Happy last day of WDW50! Personally I found the protracted, alleged 50th anniversary of Walt Disney World (okay, the Magic Kingdom really) was celebrated… barely at all, really. So I’m not that broken up about it. But it does get me to thinking…
I am not a parent. I never worked as a babysitter and have held a baby twice in my life. You could say I have no experience in this subject matter. But I’ve seen enough that I feel ready to argue this: if you want to see the all time BEST and all time WORST parenting of your life, Walt Disney World can deliver, particularly in the Magic Kingdom.
No need to pull out examples of the bad parenting; I’m sure you’ve seen it, so why dwell on it? I think it’s way more fun to observe the families who are having an amazing time in the Most Magical Place On Earth. With that in mind, let me tell you about a boy I will forever think of as the Ice Cream Kid.
This story takes place in May of 2012, but it could’ve been yesterday, or 1972 – the availability of ice cream is, I think, the great equalizer across time and space in Disney parks.
The place: the Magic Kingdom, specifically (if memory serves) Adventureland. I’m on a solo trip, so I’m just wandering along. You know, vibing, like the kids say. My eyes and ears are open. There’s an ice cream cart to my right.
A kid and his dad cross my path on the diagonal. I’d say he’s around ten; I remember he was wearing a ball cap. “Dad,” he said, “can we get some ice cream?” A mundane statement, to be sure, but it caught my attention due to its tone: this boy wanted ice cream. He was asking for ice cream. Yet you could hear that he did not expect to get any ice cream. No wheedling here, no whining – just a sincere request, made with half a hope.
“Sure,” his father replied, because duh, vacation, and the kid replied, “Really?!” with the shock and delight of one whose every wish has been suddenly and unexpectedly granted.

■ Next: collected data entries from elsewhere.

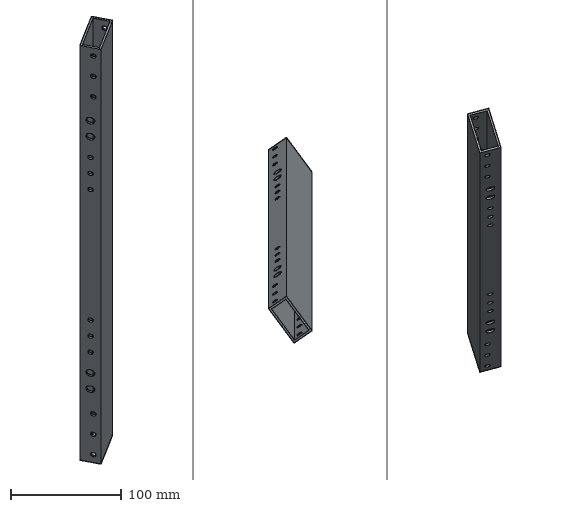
import cadquery as cq

WIDTH = 20.0
DEPTH = 40.0
LENGTH = 516.4
WALL = 2.0

END_HOLE_DIAMETER = 5.0
END_HOLE_OFFSET = 2.75
END_HOLE_PITCH = 25.4
END_HOLE_MARGIN = 10.0
END_HOLE_TOP = LENGTH / 2 - END_HOLE_MARGIN
END_HOLE_COUNT = 3

LARGE_HOLE_DIAMETER = 8.0
INNER_HOLE_DIAMETER = 5.0
HOLE_PITCH = 20.0
CENTRE_LINE = 0.0
LARGE_HOLE_TOP = 167.1
LARGE_HOLE_COUNT = 2
INNER_HOLE_TOP = 121.2
INNER_HOLE_COUNT = 3


def make_tube():
    """Square-cornered tube, open at both ends."""
    outer = cq.Workplane("XY").rect(WIDTH, DEPTH)
    profile = outer.rect(WIDTH - 2 * WALL, DEPTH - 2 * WALL)
    return profile.extrude(LENGTH / 2, both=True)


def drill_mirrored_row(body, diameter, x, top, pitch, count):
    """Drill a row downward from `top`, and its mirror image, through both narrow walls."""
    points = []
    for index in range(count):
        height = top - index * pitch
        points.append((x, height))
        points.append((x, -height))
    plane = cq.Workplane("XZ")
    drills = plane.pushPoints(points).circle(diameter / 2).extrude(DEPTH, both=True)
    return body.cut(drills)


result = make_tube()
result = drill_mirrored_row(
    result, END_HOLE_DIAMETER, END_HOLE_OFFSET, END_HOLE_TOP, END_HOLE_PITCH, END_HOLE_COUNT
)
result = drill_mirrored_row(
    result, LARGE_HOLE_DIAMETER, CENTRE_LINE, LARGE_HOLE_TOP, HOLE_PITCH, LARGE_HOLE_COUNT
)
result = drill_mirrored_row(
    result, INNER_HOLE_DIAMETER, CENTRE_LINE, INNER_HOLE_TOP, HOLE_PITCH, INNER_HOLE_COUNT
)

That’s it. That’s my whole story. I don’t know; maybe you had to be there. But it’s stuck in my mind for years… something about the sweetness of a family vacation gone right. Yes, the people having a bad time stand out, what with their shouting and crying, but if you look for it you can see the happy memories being made all around you.
And that’s the interesting thing about a Disney vacation, to me – the rides are why you go, but in my experience the rides are not the memories. The memories are in between. Your dad buying you ice cream. An unexpected singalong. Making new friends in line. Soup.
So I’m thankful to the Ice Cream Kid for adding a dollop of Disney magic to my day. And I’m thankful for the magic Walt Disney World adds to every day. Perhaps the 75th anniversary will fete that magic properly?